Actually for this function (in contrast with all of the other ones
marked as such, which really must have the annotation), recent gcc
gets it right, so I've removed the annotation. Nice catch.

> > +
> > +static __always_inline u8 common_bits(const struct allowedips_node *node,
> > +                                   const u8 *key, u8 bits)
> > +{
> > +     if (bits == 32)
> > +             return 32U - fls(*(const u32 *)node->bits ^ *(const u32 *)key);
> > +     else if (bits == 128)
> > +             return 128U - fls128(
> > +                     *(const u64 *)&node->bits[0] ^ *(const u64 *)&key[0],
> > +                     *(const u64 *)&node->bits[8] ^ *(const u64 *)&key[8]);
> > +     return 0;
> > +}
> > +
> > +/* This could be much faster if it actually just compared the common bits
> > + * properly, by precomputing a mask bswap(~0 << (32 - cidr)), and the rest, but
> > + * it turns out that common_bits is already super fast on modern processors,
> > + * even taking into account the unfortunate bswap. So, we just inline it like
> > + * this instead.
> > + */
> > +#define prefix_matches(node, key, bits)                                        \
> > +     (common_bits(node, key, bits) >= (node)->cidr)
>
> Could be a function.

I've made this a function now and confirmed codegen did not change
significantly.

> > +/* Returns a strong reference to a peer */
> > +static __always_inline struct wg_peer *
> > +lookup(struct allowedips_node __rcu *root, u8 bits, const void *be_ip)
> > +{
> > +     u8 ip[16] __aligned(__alignof(u64));
>
> You virtually never see aligned stack variables. This needs some sort
> of comment.

I've added a comment. The reason, if you're curious, is so that we can
pass it to fls64 on all platforms.

> > +__attribute__((nonnull(1))) static bool
> > +node_placement(struct allowedips_node __rcu *trie, const u8 *key, u8 cidr,
> > +            u8 bits, struct allowedips_node **rnode, struct mutex *lock)
> > +{
> > +     struct allowedips_node *node = rcu_dereference_protected(trie,
> > +                                             lockdep_is_held(lock));
> > +     struct allowedips_node *parent = NULL;
> > +     bool exact = false;
>
> Should there be a WARN_ON(!key) here, since the attribute will only
> detect problems at compile time, and maybe some runtime cases will get
> passed it?

Actually no, it's only used in one place, and that function is pretty
clear about checking beforehand, and even this function checks
implicitly. Looking at my commit log, I had added the annotation to
make clang-analyzer happy, because it couldn't (at the time) deduce
things correctly from rcu_access_pointer(p) checks. It looks like
recent clang-analyzer has fixed that, and besides I'm not sure the
kernel is in the business of adding annotations to work around
static-analyzer-bug-of-the-week. So I've gotten rid of the annotation.
Thanks for bringing my attention to it.

> > +             net_dbg_ratelimited("%s: Could not decrypt invalid cookie response\n",
> > +                                 wg->dev->name);
>
> It might be worth adding a netdev_dbg_ratelimited(), which takes a
> netdev as its first parameter, just line netdev_dbg().

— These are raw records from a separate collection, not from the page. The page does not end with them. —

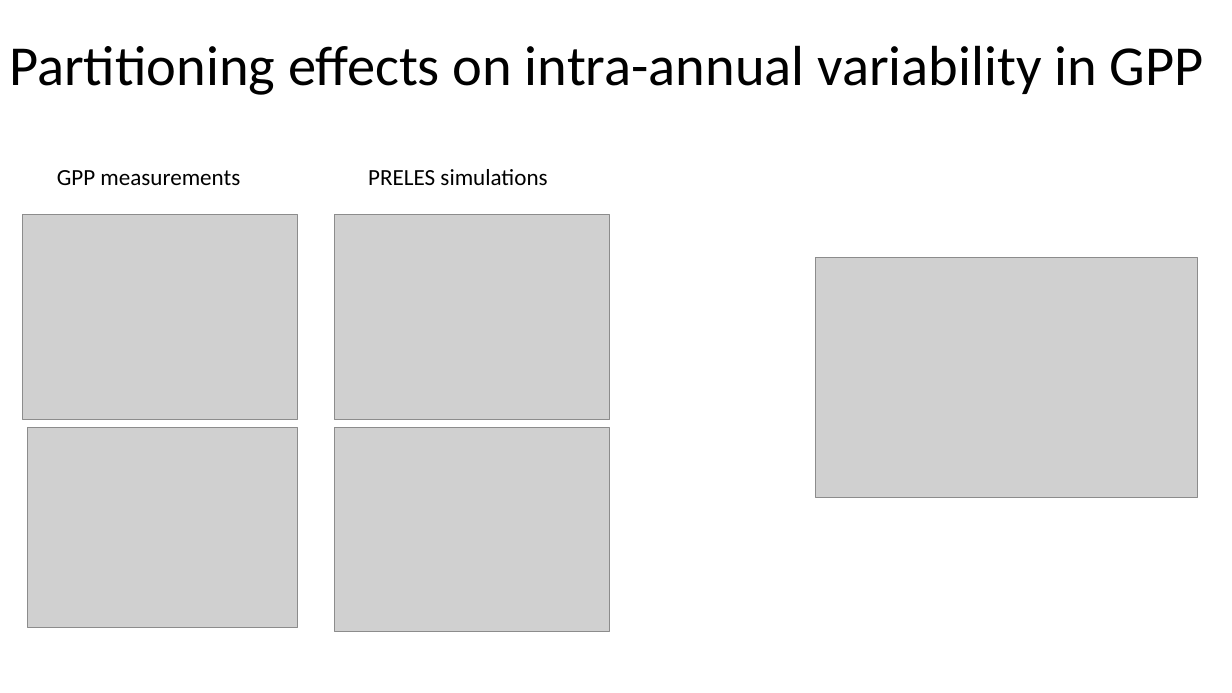
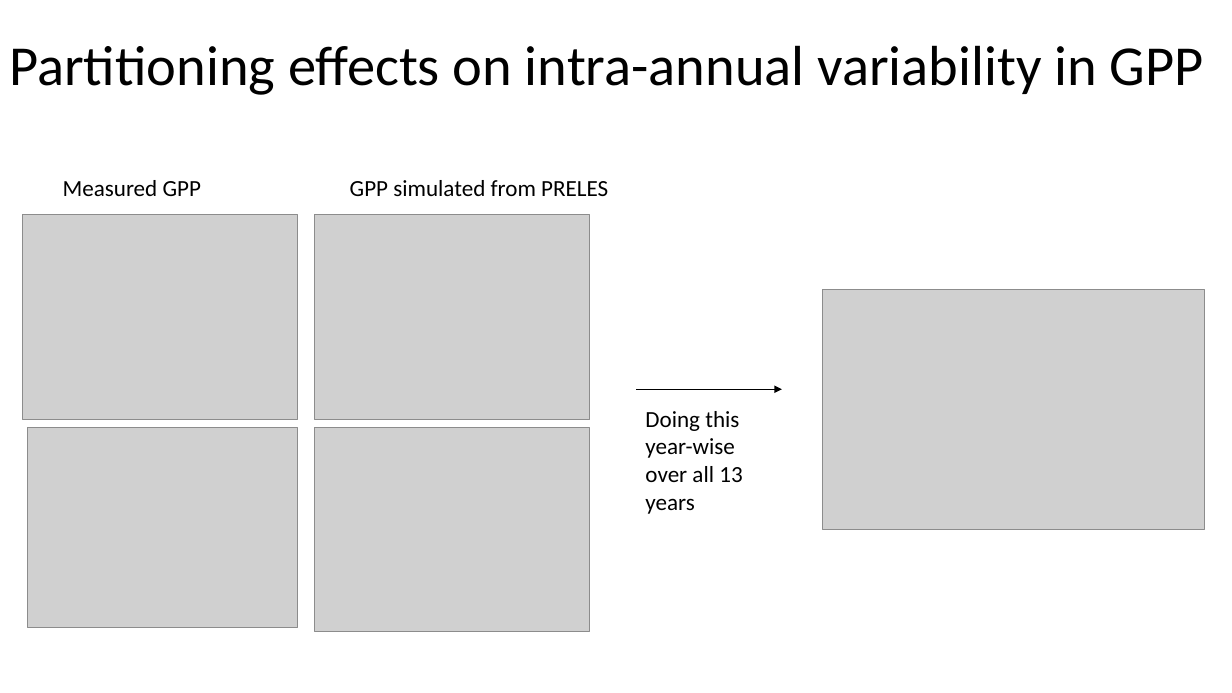
Before and after one commit to MWesselkamp/Intern_MPI_Jena, a slide deck: slide 16 of presentation/presi.pptx (slide 13 before the commit). Drawn at 1232x693 pixels with LibreOffice and Linux fonts; fonts in the diff are those of the drawing; grey boxes stand for pictures. Boxes give left, top, right and bottom in pixels: in the first picture for what was removed or moved away, otherwise in the second. Text is boxed around its words. In the diff, an @@ line names an element or a change of style, - is before the commit and + after.

```diff
--- a/presentation/presi.pptx
+++ b/presentation/presi.pptx
@@ text at [63, 180, 201, 196]: text changed @@
-GPP measurements
+Measured GPP
@@ text at [350, 180, 608, 196]: text changed @@
-PRELES simulations
+GPP simulated from PRELES
@@ picture: place and size @@
-picture at [335, 214, 609, 421]
+picture at [315, 214, 590, 421]
@@ picture: place and size @@
-picture at [815, 257, 1198, 497]
+picture at [823, 289, 1205, 530]
@@ arrow added from (637, 389) to (782, 389), #000000 0.5 pt @@
@@ text added at [645, 411, 742, 514], 18 pt, text #000000 @@
+Doing this year-wise over all 13 years
@@ picture: place and size @@
-picture at [335, 428, 609, 632]
+picture at [315, 428, 590, 632]
```
Also in this commit, not shown: 7 other slides changed, 10 slides added, 6 slides removed, 6 other files.

That sounds like it could be useful. Though, I'm trying hard to make
the first patch submission _not_ need to touch any of the rest of the
networking stack. I've actually got a small list of interesting
networking stack changes that might be useful for WireGuard, but I
think I'd prefer to submit these after this is all merged, and each
one separately for a separate discussion, if that's okay with you.

> > +
> > +#if defined(CONFIG_PM_SLEEP) && !defined(CONFIG_ANDROID)
>
> I don't see any other code which uses this combination. Why is this
> needed?

WireGuard clears private key material before going to sleep, so that
ephemeral keys never live longer in ram than their expiration date.
This works well for mostly everything, except Android devices where
crazy out-of-tree wireless drivers (such as qcacld) will actually wake
and sleep the phone constantly, for a few milliseconds each wake, to
handle incoming packets. In this case, we must not zero out ephemeral
keys, so that these packets can actually be decrypted. There are no
other systems that have this characteristic, as far as I can tell, and
I'm certainly not willing to add a runtime configuration nob for that,
and it turns out that matching on CONFIG_ANDROID as such does the
right thing all of the time. If the landscape becomes more
complicated, we can visit it, probably in the form of passing reasons
through to pm_notification and related scaffolding. But in lieu of
this infrastructure someday existing, I prefer to do the
simple-and-always-works-anyway solution.

> > +     while (skb_queue_len(&peer->staged_packet_queue) > MAX_STAGED_PACKETS)
> > +             dev_kfree_skb(__skb_dequeue(&peer->staged_packet_queue));
>
> It would be good to have some stats counters in here. Maybe the
> standard interface statistics will cover it, otherwise ethtool -S.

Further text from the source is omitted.